Thriving On the Other Side continues with therapy to gain insight into the childhood abuse she suffered and begins to ask why her mother turned away from the truth. This story contains images which may be upsetting to some people.
Why I spent week after week replaying my childhood, searching for clues about my mom. I have no real memories of her other than as a little kid, and then after I turned 14 or so. A few memories linger as images — her watching me with pride in the Christmas pageant when I was 7, piano and ballet recitals. But I have no day-do-day just plain life memories. Such is the way with buried memories – you lose chunks of your life. I lost my childhood.
But I needed to know the answer to that so important question. Why didn’t my Mommy protect me? The story finally fell together over time. It just took a while for all of the pieces to fall into place.
My first insight came with the memory of my grandmother punishing me when I was around 13 years old. I don’t remember why I was being punished, but the memory of the punishment itself is clear. I’m dragged face first down the old rickety stairs into the darkness of the cellar where I’m tied over a rail. I stay in the dark, damp cellar pondering what’s to come for who knows how long, sobbing with terror until I can’t sob anymore. By the time the punishment comes, I’m already checked out thanks to the terror. My grandmother takes a tobacco stick and pushes it inside me over and over again until I am bleeding. All the while she’s telling me how worthless I am, how I will never have the power to be free, how she will always control me and keep me in my place.
When she finishes, she leaves me there and goes upstairs to the kitchen. I can hear her on the phone as she calls my mom and tells her to come get me – that I have started my first period. Covering her tracks with an excuse for the blood. Then she comes down, releases my hands and tells me to clean up and put on my pretty face – my mom is coming.
On the way home, I try to tell my Mommy the truth. I hurt so badly, I’m so terrified of them but I’m numb from the torture and terror. I can’t take it anymore, I just can’t. I don’t care anymore if they kill me for telling. I just want the horror to stop.
As we round the corner leaving the farmhouse, I tell my mom what’s just happened. She flinches, looks away out the car window. Then she makes up a pretty story to cover for the truth. Laughs at me and tells me I’ve been watching too much television. Reminds me how much I love the farm and my horses, what a lucky little girl I am to be so loved. Tells me how much she loves me. Somehow, she paints a fantasy world around my horror – and at that moment, I learned to bury my truth and paint a pretty Leave it to Beaver story of my childhood – for all of the world to believe.
My mom was from a different age and place than my modern world. Her world was filled with grace and southern charm. She couldn’t see the truth about my dad and his mother – it was so far removed from who she was. She just couldn’t face it, for herself or for me.
And so, my loving, saintly mom taught me to bury my childhood behind false memories and forgotten horrors.
Photo Credit
“Visual Psychology” h.koppdelaney @ Flickr.com. Creative Commons. Some Rights Reserved.
Ya know Dan its interesting, by this point in my life all of this story has become, well, dull. It’s a reality now in my mind and world – so I don’t see it as the horror it was when the memories first began to emerge. That’s the BEAUTY of EMDR – the pain and horror are released and on the Other Side – I’m free!
I still adore my mom, even though she’s passed on. Wait til the end of the story – don’t give up on her yet!
Thriving….
I hear you Thriving! I’ve heard it said that I’ve worked through an issue when I yawn when I talk about it! I’ve gotten bored with it! Same for me with the violence with my Dad – like I’m now talking about events that happened to someone else. Not denying it, but I’ve just worked through the rage, the fear, the terror, the pain, the loss, and it doesn’t impact me the same way! I know what you’re saying!
Dan
Wow, the most stunning betrayal yet! The abuse was horrific, like something out of a concentration camp!
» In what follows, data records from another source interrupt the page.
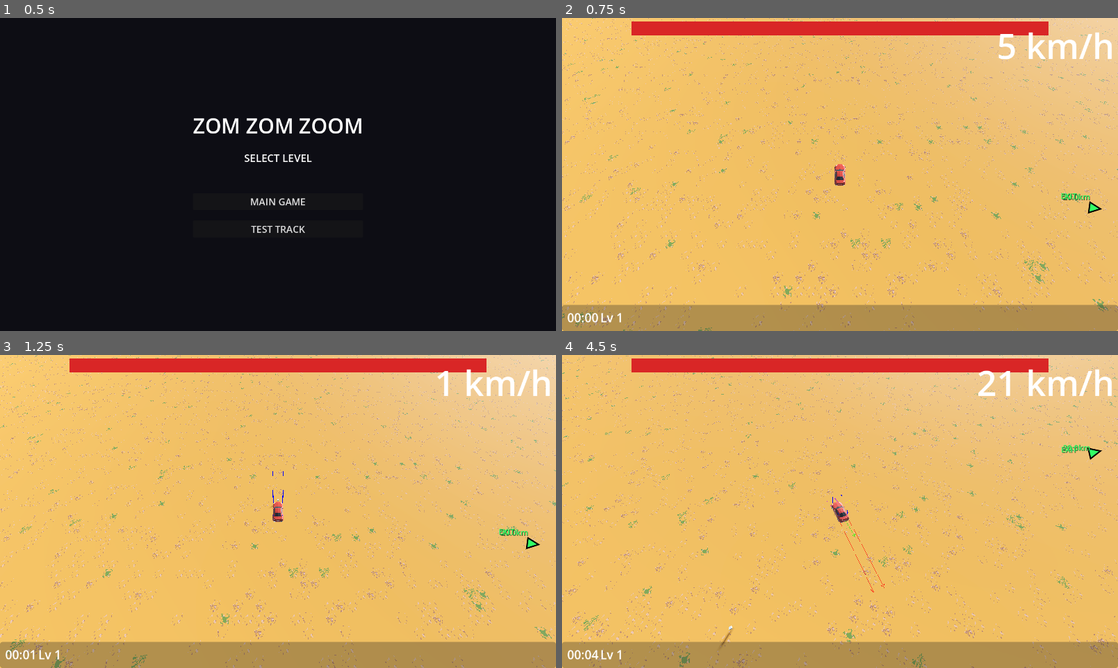
Above: before the commit, frames 1-4 (two rows, left to right).
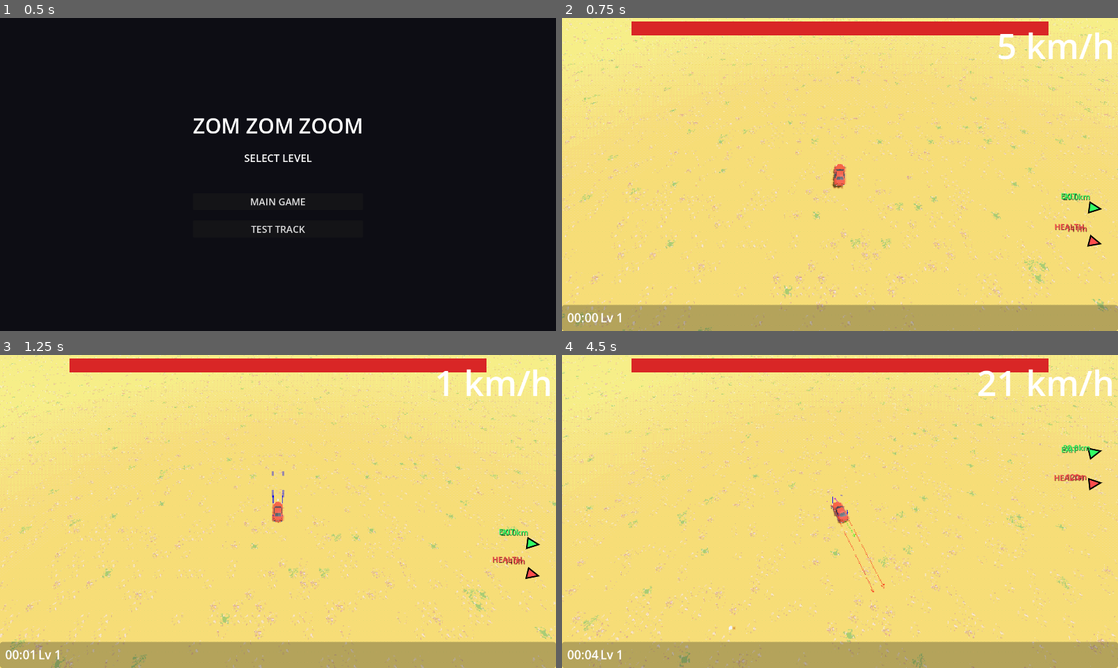
Above: after the commit, the same moments.

Repository: earv1/zom-zom-zoom-3d
Game: Godot game, scene res://scenes/ui/level_select.tscn
Two runs of this game, one before a commit and one after it. Both use one fixed random seed, a clock stepped at 60 frames per second and the inputs below.
Inputs (mouse positions are in pixels of both pictures, inside the frame that each line leads up to):
- Up to frame 1 (0.5 s): no input
- Up to frame 2 (0.75 s): click "MAIN GAME" at 0.5 s
- Up to frame 3 (1.25 s): no input
- Up to frame 4 (4.5 s): tap Enter at 1.25 s; move the mouse to (962, 495) at 1.27 s; hold H (turn_right) 1.28-2 s; hold Right mouse button (accelerate) 1.28-2 s; click (962, 495) at 1.42 s; tap Space (jump) at 1.52 s; drag from (728, 527) to (812, 574) at 2.02 s; move the mouse to (895, 442) at 2.77 s; hold H (turn_right) 2.78-3.5 s; hold Shift (handbreak) 2.78-3.5 s; click (895, 442) at 2.92 s; drag from (812, 574) to (673, 464) at 3.52 s; move the mouse to (1006, 558) at 4.27 s; hold F (turn_left) from 4.28 s (still down); tap Ctrl at 4.35 s; click (1006, 558) at 4.42 s

Frame 1 is identical in both runs. In frame 2, 83% of the frame differs, in the area x 0-100%, y 0-100%; in frame 3, 83%; in frame 4, 84%.

Commit message:
small changes from the weekend

Diff:
--- /dev/null
+++ b/assets/shaders/psx_postprocess.gdshader
@@ -0,0 +1,40 @@
+shader_type canvas_item;
+
+// PSX post-process: resolution downscale, color banding, dithering
+
+uniform sampler2D screen_texture : hint_screen_texture, filter_nearest;
+uniform int color_depth : hint_range(2, 32) = 15;
+uniform float dither_strength : hint_range(0.0, 1.0) = 0.4;
+uniform ivec2 target_resolution = ivec2(320, 240);
+
+// 4x4 Bayer dithering matrix
+float bayer4x4(ivec2 p) {
+	int x = p.x % 4;
+	int y = p.y % 4;
+	int index = x + y * 4;
+	float values[16] = float[16](
+		0.0,  8.0,  2.0, 10.0,
+		12.0, 4.0, 14.0,  6.0,
+		3.0, 11.0,  1.0,  9.0,
+		15.0, 7.0, 13.0,  5.0
+	);
+	return values[index] / 16.0 - 0.5;
+}
+
+void fragment() {
+	// Pixelate to target resolution
+	vec2 snapped_uv = floor(SCREEN_UV * vec2(target_resolution)) / vec2(target_resolution);
+	snapped_uv += 0.5 / vec2(target_resolution);
+
+	vec3 col = texture(screen_texture, snapped_uv).rgb;
+
+	// Dithering
+	ivec2 dither_coord = ivec2(SCREEN_UV * vec2(target_resolution));
+	float dither = bayer4x4(dither_coord) * dither_strength;
+
+	// Color depth reduction
+	float levels = float(color_depth);
+	col = floor((col + dither / levels) * levels) / levels;
+
+	COLOR = vec4(col, 1.0);
+}
--- /dev/null
+++ b/assets/shaders/psx_vertex.gdshader
@@ -0,0 +1,53 @@
+shader_type spatial;
+render_mode unshaded, vertex_lighting, fog_disabled;
+
+// PSX vertex shader: vertex jitter + affine texture warping
+
+uniform float jitter_strength : hint_range(0.0, 2.0) = 0.5;
+uniform float snap_resolution : hint_range(32.0, 512.0) = 160.0;
+uniform sampler2D albedo_texture : source_color, filter_nearest;
+uniform vec4 albedo_color : source_color = vec4(1.0);
+uniform bool use_triplanar = false;
+uniform float triplanar_sharpness = 1.0;
+
+varying float vertex_dist;
+
+void vertex() {
+	// Standard MVP
+	vec4 clip_pos = PROJECTION_MATRIX * MODELVIEW_MATRIX * vec4(VERTEX, 1.0);
+
+	// Snap vertices to grid in clip space (PSX vertex jitter)
+	float w = clip_pos.w;
+	float res = snap_resolution * (1.0 - jitter_strength * 0.5);
+	clip_pos.xy = floor(clip_pos.xy / w * res + 0.5) / res * w;
+
+	POSITION = clip_pos;
+	vertex_dist = length((MODELVIEW_MATRIX * vec4(VERTEX, 1.0)).xyz);
+}
+
+vec4 triplanar_sample(sampler2D tex, vec3 world_pos, vec3 normal, float sharpness) {
+	vec3 w = pow(abs(normal), vec3(sharpness));
+	w /= (w.x + w.y + w.z);
+	vec4 x = texture(tex, world_pos.yz);
+	vec4 y = texture(tex, world_pos.xz);
+	vec4 z = texture(tex, world_pos.xy);
+	return x * w.x + y * w.y + z * w.z;
+}
+
+void fragment() {
+	vec4 tex;
+	if (use_triplanar) {
+		// Use world position for triplanar (need NODE_POSITION_WORLD in spatial)
+		vec3 world_pos = (INV_VIEW_MATRIX * vec4(VERTEX, 1.0)).xyz;
+		vec3 world_normal = (INV_VIEW_MATRIX * vec4(NORMAL, 0.0)).xyz;
+		tex = triplanar_sample(albedo_texture, world_pos, world_normal, triplanar_sharpness);
+	} else {
+		tex = texture(albedo_texture, UV);
+	}
+
+	ALBEDO = tex.rgb * albedo_color.rgb;
+
+	// Simple distance fog for PSX feel
+	float fog = clamp((vertex_dist - 80.0) / 120.0, 0.0, 0.6);
+	ALBEDO = mix(ALBEDO, vec3(0.45, 0.5, 0.55), fog);
+}
--- a/autoload/game_manager.gd
+++ b/autoload/game_manager.gd
@@ -37,7 +37,6 @@
 signal game_over()
 signal weapon_unlocked(id: StringName, scene: PackedScene)
 signal weapon_leveled_up(id: StringName)
-signal damage_taken()
 
 
 func _ready() -> void:
@@ -71,7 +70,9 @@
 		return
 	current_health = max(0, current_health - amount)
 	health_changed.emit(current_health, max_health)
-	damage_taken.emit()
+	for enemy in get_tree().get_nodes_in_group("enemies"):
+		if enemy is RigidBody3D:
+			(enemy as RigidBody3D).linear_velocity = Vector3.ZERO
 	if current_health <= 0:
 		_is_game_over = true
 		game_over.emit()
--- a/scenes/enemy/base_enemy.gd
+++ b/scenes/enemy/base_enemy.gd
@@ -19,8 +19,6 @@
 
 const WARP_BUFFER := 30.0   # trigger warp this many units beyond the warp landing spot
 const DROP_HEIGHT := 10.0   # units above ground to drop from
-const BLOWBACK_RADIUS := 50.0
-const BLOWBACK_FORCE := 40.0
 
 
 func _ready() -> void:
@@ -30,7 +28,6 @@
 	contact_monitor = true
 	max_contacts_reported = 4
 	body_entered.connect(_on_body_entered)
-	GameManager.damage_taken.connect(_on_car_damage_taken)
 
 
 func _process(_delta: float) -> void:
@@ -118,6 +115,10 @@
 	if not visible or _dead:
 		return
 	if body == car:
+		var ram := car.find_child("RamComponent", false) as Node
+		if ram and ram.get("is_ramming"):
+			die()
+			return
 		GameManager.take_damage(contact_damage)
 		die()
 
@@ -153,19 +154,5 @@
 	orb.global_position = global_position + Vector3.UP * 0.5
 
 
-func _on_car_damage_taken() -> void:
-	if _dead or not car or not visible:
-		return
-	var dist := global_position.distance_to(car.global_position)
-	if dist > BLOWBACK_RADIUS:
-		return
-	var away := global_position - car.global_position
-	away.y = 0.0
-	if away.length_squared() < 0.001:
-		away = Vector3(randf_range(-1, 1), 0, randf_range(-1, 1))
-	linear_velocity = Vector3.ZERO
-	apply_central_impulse(away.normalized() * BLOWBACK_FORCE + Vector3.UP * 10.0)
-
-
 func _on_die() -> void:
 	pass
--- a/scenes/enemy/enemy_spawner.gd
+++ b/scenes/enemy/enemy_spawner.gd
@@ -10,13 +10,14 @@
 var _pool: Array = []
 var _inactive: Dictionary = {}  # pool_key (scene path) -> Array[BaseEnemy]
 var _active_count: int = 0
+var _active_per_type: Dictionary = {}  # pool_key -> int
 
 
 func _ready() -> void:
 	add_to_group("enemy_spawner")
 	_pool = [
 		{scene = preload("res://scenes/enemy/zombie.tscn"), weight = 1.0, unlock_time = 0.0},
-		{scene = preload("res://scenes/enemy/runner.tscn"), weight = 0.6, unlock_time = 60.0},
+		{scene = preload("res://scenes/enemy/runner.tscn"), weight = 0.6, unlock_time = 60.0, max_active = 2},
 		{scene = preload("res://scenes/enemy/tank.tscn"), weight = 0.3, unlock_time = 120.0},
 		{scene = preload("res://scenes/enemy/exploder.tscn"), weight = 0.5, unlock_time = 180.0},
 	]
@@ -59,6 +60,11 @@
 
 	var spawn_dist := spawn_radius * 3.0
 	var key: String = (chosen.get("scene") as PackedScene).resource_path
+
+	var max_active: int = chosen.get("max_active", -1)
+	if max_active >= 0 and _active_per_type.get(key, 0) >= max_active:
+		return
+
 	var enemy: BaseEnemy
 
 	if _inactive.has(key) and not (_inactive[key] as Array).is_empty():
@@ -75,6 +81,7 @@
 		enemy.reset_for_spawn(car)
 
 	_active_count += 1
+	_active_per_type[key] = _active_per_type.get(key, 0) + 1
 
 
 func recycle(enemy: BaseEnemy) -> void:
@@ -83,6 +90,7 @@
 	enemy.process_mode = PROCESS_MODE_DISABLED
 	enemy.freeze = true
 	var key := enemy.pool_key
+	_active_per_type[key] = maxi(0, _active_per_type.get(key, 0) - 1)
 	if not _inactive.has(key):
 		_inactive[key] = []
 	(_inactive[key] as Array).append(enemy)
--- a/scenes/environment_and_light.tscn
+++ b/scenes/environment_and_light.tscn
@@ -17,7 +17,7 @@
 glow_enabled = true
 
 [node name="DirectionalLight3D" type="DirectionalLight3D"]
-transform = Transform3D(-0.654, 0, 0.756, 0.320, 0.906, 0.277, -0.685, 0.423, -0.593, 0, 20.3866, 0)
+rotation = Vector3(-1.047, 0.524, 0)
 shadow_enabled = true
 
 [node name="WorldEnvironment" type="WorldEnvironment" parent="."]
--- a/scenes/ui/objective_marker.gd
+++ b/scenes/ui/objective_marker.gd
@@ -9,7 +9,7 @@
 const DISTANCE_FONT_SIZE := 18
 
 var _camera: Camera3D
-var _objectives: Array[Dictionary] = []
+var _objectives: Array = []
 # Each dict: { "node": Node3D, "color": Color, "label": String }
 
 
@@ -37,6 +37,8 @@
 func _draw() -> void:
 	if not _camera or not _camera.is_inside_tree():
 		return
+
+	_objectives = _objectives.filter(func(o: Dictionary) -> bool: return is_instance_valid(o["node"]))
 
 	var screen_size := get_viewport_rect().size
 	var center := screen_size * 0.5
--- /dev/null
+++ b/scenes/ui/psx_screen.gd
@@ -0,0 +1,22 @@
+extends CanvasLayer
+
+## Fullscreen PSX post-process overlay.
+## Add as a child of your main scene, or as an autoload.
+
+var _rect: ColorRect
+
+
+func _ready() -> void:
+	layer = 0  # render after 3D but before HUD (layer 1)
+	var shader := preload("res://assets/shaders/psx_postprocess.gdshader")
+	var mat := ShaderMaterial.new()
+	mat.shader = shader
+	mat.set_shader_parameter("color_depth", 15)
+	mat.set_shader_parameter("dither_strength", 0.4)
+	mat.set_shader_parameter("target_resolution", Vector2i(640, 480))
+
+	_rect = ColorRect.new()
+	_rect.material = mat
+	_rect.set_anchors_and_offsets_preset(Control.PRESET_FULL_RECT)
+	_rect.mouse_filter = Control.MOUSE_FILTER_IGNORE
+	add_child(_rect)
--- a/scenes/world/car_ram.gd
+++ b/scenes/world/car_ram.gd
@@ -16,7 +16,7 @@
 var _car: RigidBody3D
 var _rings: Array[MeshInstance3D] = []
 var _ring_phases: Array[float] = []
-var _active := false
+var is_ramming := false
 
 
 func _ready() -> void:
@@ -29,8 +29,11 @@
 	if not _car:
 		return
 	var speed := _car.linear_velocity.length()
-	_active = speed >= RAM_SPEED_MIN
-	_area.monitoring = _active
+	var was_ramming := is_ramming
+	is_ramming = speed >= RAM_SPEED_MIN
+	_area.monitoring = is_ramming
+	if is_ramming != was_ramming:
+		pass
 	_update_rings(delta, speed)
 
 
@@ -65,7 +68,7 @@
 	var intensity := clampf((speed - RAM_SPEED_MIN) / 30.0, 0.0, 1.0)
 	for i in _rings.size():
 		var ring := _rings[i]
-		if not _active:
+		if not is_ramming:
 			ring.visible = false
 			continue
 		ring.visible = true
@@ -82,7 +85,7 @@
 # ── Damage ───────────────────────────────────────────────────────────────────
 
 func _on_body_entered(body: Node) -> void:
-	if not _active or not _car:
+	if not is_ramming or not _car:
 		return
 	if body == _car or not body.has_method("take_damage"):
 		return
@@ -91,11 +94,6 @@
 	var damage := int(lerpf(BASE_DAMAGE, MAX_DAMAGE, t))
 	body.take_damage(damage)
 
-	# Lose 10 km/h per ram hit — apply backward impulse
-	var hvel := Vector3(_car.linear_velocity.x, 0.0, _car.linear_velocity.z)
-	if hvel.length_squared() > 0.001:
-		_car.apply_central_impulse(-hvel.normalized() * SPEED_PENALTY * _car.mass)
-
 	if body is RigidBody3D:
 		var away: Vector3 = (body as RigidBody3D).global_position - _car.global_position
 		away.y = 0.0
--- /dev/null
+++ b/scenes/world/health_pickup.gd
@@ -0,0 +1,57 @@
+extends Node3D
+
+const PICKUP_RADIUS := 6.0
+const HEAL_AMOUNT := 25
+const BOB_SPEED := 2.5
+const BOB_HEIGHT := 0.4
+const LIFETIME := 20.0
+
+var _car: Node3D
+var _mesh: MeshInstance3D
+var _time := 0.0
+var _picked_up := false
+
+
+func _ready() -> void:
+	_build_visual()
+
+
+func set_car(car: Node3D) -> void:
+	_car = car
+
+
+func _process(delta: float) -> void:
+	_time += delta
+	if _mesh:
+		_mesh.position.y = 3.0 + sin(_time * BOB_SPEED) * BOB_HEIGHT
+
+	if _picked_up:
+		return
+	if _time >= LIFETIME:
+		queue_free()
+		return
+	if _car and global_position.distance_to(_car.global_position) <= PICKUP_RADIUS:
+		_pick_up()
+
+
+func _pick_up() -> void:
+	_picked_up = true
+	GameManager.current_health = mini(GameManager.current_health + HEAL_AMOUNT, GameManager.max_health)
+	GameManager.health_changed.emit(GameManager.current_health, GameManager.max_health)
+	queue_free()
+
+
+func _build_visual() -> void:
+	_mesh = MeshInstance3D.new()
+	var box := BoxMesh.new()
+	box.size = Vector3(1.5, 6.0, 1.5)
+	_mesh.mesh = box
+	_mesh.position.y = 3.0
+
+	var mat := StandardMaterial3D.new()
+	mat.albedo_color = Color(1.0, 0.3, 0.3)
+	mat.emission_enabled = true
+	mat.emission = Color(1.0, 0.2, 0.2)
+	mat.emission_energy_multiplier = 2.0
+	_mesh.material_override = mat
+	add_child(_mesh)
--- a/scenes/world/world.gd
+++ b/scenes/world/world.gd
@@ -1,20 +1,28 @@
 extends Node3D
 
 const EXIT_DISTANCE := 20000.0
+const PICKUP_MEAN_INTERVAL := 60.0
+const PICKUP_SPAWN_DIST := 80.0
+const PICKUP_SPREAD := 30.0
+const MAX_PICKUPS := 5
+
 const LevelExitScript := preload("res://scenes/world/level_exit.gd")
 const ObjectiveMarkerScript := preload("res://scenes/ui/objective_marker.gd")
+const HealthPickupScript := preload("res://scenes/world/health_pickup.gd")
+const PsxScreenScript := preload("res://scenes/ui/psx_screen.gd")
 
 @export var car: Node3D
 
 var _level_exit: Node3D
 var _objective_marker: Control
+var _pickup_timer := 0.0
+var _next_pickup_time := 0.0
+var _pickups: Array = []
 
 
 func _ready() -> void:
 	if not car:
 		car = get_node_or_null("Car")
-	for mesh in car.find_children("*", "MeshInstance3D", true):
-		(mesh as MeshInstance3D).cast_shadow = GeometryInstance3D.SHADOW_CASTING_SETTING_OFF
 	GameManager.game_over.connect(_on_game_over)
 
 	var music := $MusicPlayer as AudioStreamPlayer
@@ -24,6 +32,7 @@
 
 	_spawn_level_exit()
 	_setup_objective_marker()
+	_setup_psx_screen()
 
 
 func _spawn_level_exit() -> void:
@@ -46,5 +55,51 @@
 	_objective_marker.add_objective(_level_exit, Color(0.2, 1.0, 0.4), "EXIT")
 
 
+func _setup_psx_screen() -> void:
+	var psx := CanvasLayer.new()
+	psx.set_script(PsxScreenScript)
+	psx.name = "PsxScreen"
+	add_child(psx)
+
+
+func _process(delta: float) -> void:
+	_pickup_timer += delta
+	if _pickup_timer >= _next_pickup_time:
+		_pickup_timer = 0.0
+		_next_pickup_time = _rand_pickup_interval()
+		_try_spawn_pickup()
+
+
+func _rand_pickup_interval() -> float:
+	# Exponential distribution with mean = PICKUP_MEAN_INTERVAL
+	return -PICKUP_MEAN_INTERVAL * log(randf_range(0.01, 1.0))
+
+
+func _try_spawn_pickup() -> void:
+	# Clean up freed pickups
+	_pickups = _pickups.filter(func(p: Node3D) -> bool: return is_instance_valid(p))
+	if _pickups.size() >= MAX_PICKUPS:
+		return
+
+	# Direction from car toward exit
+	var to_exit := (_level_exit.global_position - car.global_position).normalized()
+	to_exit.y = 0.0
+
+	# Spawn ahead of car, biased toward exit
+	var spread_angle := randf_range(-0.5, 0.5)
+	var dir := to_exit.rotated(Vector3.UP, spread_angle)
+	var pos := car.global_position + dir * PICKUP_SPAWN_DIST
+	pos += Vector3(randf_range(-PICKUP_SPREAD, PICKUP_SPREAD), 0, randf_range(-PICKUP_SPREAD, PICKUP_SPREAD))
+	pos.y = 0.5
+
+	var pickup := Node3D.new()
+	pickup.set_script(HealthPickupScript)
+	pickup.position = pos
+	pickup.set_car(car)
+	add_child(pickup)
+	_pickups.append(pickup)
+	_objective_marker.add_objective(pickup, Color(1.0, 0.3, 0.3), "HEALTH")
+
+
 func _on_game_over() -> void:
 	pass  # GameOverScreen handles display; retry reloads via GameOverScreen
Not shown, added: assets/shaders/psx_postprocess.gdshader.uid
Not shown, added: assets/shaders/psx_vertex.gdshader.uid
Not shown, added: scenes/ui/psx_screen.gd.uid
Not shown, added: scenes/world/health_pickup.gd.uid

But your Mom’s denial of it was equally shocking. All safety disappeared in your world, as you were taught “don’t talk!”
Oh my. The courage of this takes my breath away.
Hello Michael
Thanks so much for stopping by and offering your support. Sitting here on the other side I can’t imagine being any other place than, well, on the other side of my childhood and the impact it had on my life. So the courageous part of my journey has kinda faded for me – I’m happy and healing and living my life as the real me – and I can’t imagine it any other way. That’s the blessing that came with the courage.
We can all thrive on the other side of horror – that’s why I’m writing this blog – to show that surviving is not the only way to move through horror. We can choose to face our experiences, accept and move through them – and Thrive!
Thanks for your support – means the world to me!